The gooseberry grows pretty much all over the world except in the US state of Maine where it is illegal to grow them as they are deemed to be the wrong shade of green. It was one of the first fruits commercially cultivated in the UK, as far back as the 1600’s and soon there were more than 2,000 different varieties grown. So what has led to the decline of the gooseberry’s popularity in Britain?  According to one of the few remaining growers the problem of modern times is really that gooseberries have a very short season of about a month and supermarkets are reluctant to take them because of this – they want fruits with much longer seasons and shelf life … enter strawberries, raspberries and blueberries again.

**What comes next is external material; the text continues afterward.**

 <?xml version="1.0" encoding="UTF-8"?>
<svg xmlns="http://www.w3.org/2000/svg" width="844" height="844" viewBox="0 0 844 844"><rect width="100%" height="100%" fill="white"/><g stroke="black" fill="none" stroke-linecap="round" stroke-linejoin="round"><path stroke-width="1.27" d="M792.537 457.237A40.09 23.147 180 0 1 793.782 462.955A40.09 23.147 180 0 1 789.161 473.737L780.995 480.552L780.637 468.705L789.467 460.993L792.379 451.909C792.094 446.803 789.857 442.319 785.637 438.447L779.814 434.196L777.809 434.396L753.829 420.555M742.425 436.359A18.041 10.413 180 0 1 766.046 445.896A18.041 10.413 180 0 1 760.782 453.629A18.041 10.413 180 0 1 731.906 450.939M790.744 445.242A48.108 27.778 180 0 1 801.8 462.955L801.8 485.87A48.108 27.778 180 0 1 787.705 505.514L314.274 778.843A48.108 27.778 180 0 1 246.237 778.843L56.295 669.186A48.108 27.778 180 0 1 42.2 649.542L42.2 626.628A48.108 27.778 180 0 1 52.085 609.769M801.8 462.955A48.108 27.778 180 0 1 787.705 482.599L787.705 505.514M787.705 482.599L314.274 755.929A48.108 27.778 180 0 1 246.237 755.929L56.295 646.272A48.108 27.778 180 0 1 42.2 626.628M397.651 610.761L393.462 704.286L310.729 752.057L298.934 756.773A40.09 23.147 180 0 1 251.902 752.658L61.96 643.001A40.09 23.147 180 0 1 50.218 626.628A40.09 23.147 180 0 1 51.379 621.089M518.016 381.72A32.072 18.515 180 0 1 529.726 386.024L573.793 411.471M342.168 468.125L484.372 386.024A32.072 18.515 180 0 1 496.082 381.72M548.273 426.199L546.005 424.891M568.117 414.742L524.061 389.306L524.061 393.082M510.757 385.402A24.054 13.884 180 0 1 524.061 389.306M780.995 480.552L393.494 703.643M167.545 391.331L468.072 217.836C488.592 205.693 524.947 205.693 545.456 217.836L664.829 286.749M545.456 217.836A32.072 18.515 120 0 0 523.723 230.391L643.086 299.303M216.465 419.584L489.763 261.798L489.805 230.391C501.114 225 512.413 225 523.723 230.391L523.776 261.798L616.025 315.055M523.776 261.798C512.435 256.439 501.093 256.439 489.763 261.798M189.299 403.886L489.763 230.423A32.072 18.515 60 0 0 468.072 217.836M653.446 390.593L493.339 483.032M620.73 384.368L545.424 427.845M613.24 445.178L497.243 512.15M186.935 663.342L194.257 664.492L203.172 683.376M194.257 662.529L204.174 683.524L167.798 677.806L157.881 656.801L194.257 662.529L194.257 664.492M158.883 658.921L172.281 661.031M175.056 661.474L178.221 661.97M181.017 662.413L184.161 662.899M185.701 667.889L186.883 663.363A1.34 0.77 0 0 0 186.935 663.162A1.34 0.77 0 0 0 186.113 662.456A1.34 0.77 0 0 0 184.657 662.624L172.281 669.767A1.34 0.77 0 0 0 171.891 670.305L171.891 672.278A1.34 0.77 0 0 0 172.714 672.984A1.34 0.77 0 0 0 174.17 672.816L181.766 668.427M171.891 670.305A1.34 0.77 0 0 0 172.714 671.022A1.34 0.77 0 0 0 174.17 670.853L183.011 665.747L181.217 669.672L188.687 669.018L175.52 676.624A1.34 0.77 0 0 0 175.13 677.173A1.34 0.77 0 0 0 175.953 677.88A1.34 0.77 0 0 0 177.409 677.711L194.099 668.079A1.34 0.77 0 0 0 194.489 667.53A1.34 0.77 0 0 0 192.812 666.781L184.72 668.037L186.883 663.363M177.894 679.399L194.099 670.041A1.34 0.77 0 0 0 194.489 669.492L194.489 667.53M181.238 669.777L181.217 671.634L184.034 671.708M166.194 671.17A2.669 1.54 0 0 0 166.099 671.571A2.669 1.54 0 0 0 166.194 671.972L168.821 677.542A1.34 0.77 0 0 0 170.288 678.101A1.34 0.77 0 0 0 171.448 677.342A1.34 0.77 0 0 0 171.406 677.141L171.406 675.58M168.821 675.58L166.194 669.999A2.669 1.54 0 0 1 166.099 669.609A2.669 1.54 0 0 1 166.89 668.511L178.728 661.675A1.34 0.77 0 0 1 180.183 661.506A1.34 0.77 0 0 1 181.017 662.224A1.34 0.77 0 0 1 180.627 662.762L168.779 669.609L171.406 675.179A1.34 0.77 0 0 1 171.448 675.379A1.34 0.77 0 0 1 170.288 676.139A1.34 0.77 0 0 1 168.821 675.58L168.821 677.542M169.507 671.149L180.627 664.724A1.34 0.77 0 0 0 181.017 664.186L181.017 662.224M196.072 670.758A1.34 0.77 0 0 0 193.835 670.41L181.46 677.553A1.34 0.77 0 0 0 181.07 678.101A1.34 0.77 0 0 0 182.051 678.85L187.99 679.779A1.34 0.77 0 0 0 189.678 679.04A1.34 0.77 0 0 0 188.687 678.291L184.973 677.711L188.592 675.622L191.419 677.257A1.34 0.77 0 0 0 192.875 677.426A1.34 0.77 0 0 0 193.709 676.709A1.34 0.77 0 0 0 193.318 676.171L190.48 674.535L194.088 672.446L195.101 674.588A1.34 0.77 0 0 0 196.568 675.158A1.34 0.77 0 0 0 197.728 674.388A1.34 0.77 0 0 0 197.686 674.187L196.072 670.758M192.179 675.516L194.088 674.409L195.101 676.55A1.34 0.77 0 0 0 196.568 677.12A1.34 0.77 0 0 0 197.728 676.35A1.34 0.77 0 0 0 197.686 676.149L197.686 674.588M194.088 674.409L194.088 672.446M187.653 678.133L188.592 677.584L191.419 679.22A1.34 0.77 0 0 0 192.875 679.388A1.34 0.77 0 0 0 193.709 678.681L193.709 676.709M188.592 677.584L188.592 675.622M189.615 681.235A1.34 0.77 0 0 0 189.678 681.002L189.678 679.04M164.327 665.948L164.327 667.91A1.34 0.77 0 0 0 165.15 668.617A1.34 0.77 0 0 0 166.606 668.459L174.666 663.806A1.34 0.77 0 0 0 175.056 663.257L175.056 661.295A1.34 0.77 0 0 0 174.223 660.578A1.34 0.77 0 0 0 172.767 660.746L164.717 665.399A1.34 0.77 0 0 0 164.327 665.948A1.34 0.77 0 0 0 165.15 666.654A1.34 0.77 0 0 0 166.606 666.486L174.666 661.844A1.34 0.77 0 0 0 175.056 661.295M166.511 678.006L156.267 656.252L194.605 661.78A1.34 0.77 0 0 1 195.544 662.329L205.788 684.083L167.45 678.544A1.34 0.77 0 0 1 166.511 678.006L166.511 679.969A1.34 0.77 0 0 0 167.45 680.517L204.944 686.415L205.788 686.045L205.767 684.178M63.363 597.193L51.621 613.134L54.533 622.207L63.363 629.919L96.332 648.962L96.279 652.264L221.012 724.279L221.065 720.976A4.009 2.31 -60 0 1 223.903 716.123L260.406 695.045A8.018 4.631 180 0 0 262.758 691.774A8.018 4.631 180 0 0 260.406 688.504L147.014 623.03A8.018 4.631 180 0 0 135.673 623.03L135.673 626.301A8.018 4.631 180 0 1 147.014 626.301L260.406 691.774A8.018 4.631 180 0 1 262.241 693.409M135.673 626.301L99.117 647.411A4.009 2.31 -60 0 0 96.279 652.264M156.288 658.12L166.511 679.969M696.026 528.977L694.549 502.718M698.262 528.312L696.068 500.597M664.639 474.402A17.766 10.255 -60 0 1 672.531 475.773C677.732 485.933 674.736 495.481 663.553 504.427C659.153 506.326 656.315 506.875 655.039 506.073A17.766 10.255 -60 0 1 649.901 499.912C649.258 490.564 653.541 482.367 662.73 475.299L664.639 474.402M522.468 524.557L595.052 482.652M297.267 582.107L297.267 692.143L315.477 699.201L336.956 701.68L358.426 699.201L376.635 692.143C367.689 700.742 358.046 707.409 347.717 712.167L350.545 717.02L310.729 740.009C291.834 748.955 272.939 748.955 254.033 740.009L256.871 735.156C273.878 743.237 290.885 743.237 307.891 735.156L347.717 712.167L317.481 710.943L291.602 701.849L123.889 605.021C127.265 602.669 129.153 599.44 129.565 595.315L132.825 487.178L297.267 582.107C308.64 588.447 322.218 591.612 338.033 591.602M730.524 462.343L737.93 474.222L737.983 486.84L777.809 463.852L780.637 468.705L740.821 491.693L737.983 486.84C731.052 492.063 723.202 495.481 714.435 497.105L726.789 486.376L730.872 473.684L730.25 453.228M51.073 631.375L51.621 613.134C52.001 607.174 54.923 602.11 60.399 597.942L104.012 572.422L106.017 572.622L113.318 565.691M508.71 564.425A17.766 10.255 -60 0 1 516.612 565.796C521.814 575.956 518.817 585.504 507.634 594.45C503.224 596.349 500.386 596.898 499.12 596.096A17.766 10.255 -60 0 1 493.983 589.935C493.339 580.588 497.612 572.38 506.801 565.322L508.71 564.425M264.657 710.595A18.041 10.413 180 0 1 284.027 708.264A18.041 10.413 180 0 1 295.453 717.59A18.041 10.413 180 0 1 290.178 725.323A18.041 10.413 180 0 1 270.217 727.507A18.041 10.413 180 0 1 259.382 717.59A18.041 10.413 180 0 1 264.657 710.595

To be fair supermarket dictation isn't the only reason for the decline though; another reason is that in the main they tend to only be viewed as a desert fruit to be cooked and sweetened to make gooseberry tart, gooseberry fool etc. But they are so much more versatile – they can be used to flavour all sorts of things like sodas, preserved in jams and jellies to match with cheese and to make delicious sauces to accompany fish and white meats.  To prove it - here’s a take on a famous French recipe for mackerel and gooseberries. The gooseberry sauce goes perfectly with mackerel as the tartness and acidity cuts through the oiliness of the fish.

Gooseberries also appear in popular culture down through time as well.  If you are “playing the gooseberry” you are the third wheel in a trio with a romantic couple. This potentially came from “gooseberry picker” as a term for a chaperone who busied themselves looking the other way. Gooseberry was believe it or not a euphemism for the Devil, and if you were a bit dunderheaded you probably got called a gooseberry as well.

Oh yeah … the real reason it’s illegal to grow gooseberries in Maine is that the gooseberry plant plays host to white pine blister rust that can, not surprisingly, cause havoc with American White Pines.

6 comments:

Sharon Anck said...

Whew....I'm so glad you answered that Maine question. The whole time I was reading I was wondering what on earth the story was with Maine's ban on the berry.

Geoff Wilkinson said...

You do come up with some interesting stuff, who on earth knew that about Maine...

Jack said...

I am not sure I even knew there was such a thing as a gooseberry.

Angie said...

So Ted - were you found under a gooseberry bush!

Stefan Jansson said...

We had gooseberry's at home when I was a kid. Haven't eaten one for a few decades.

William Kendall said...

I don't think I've heard of gooseberries before.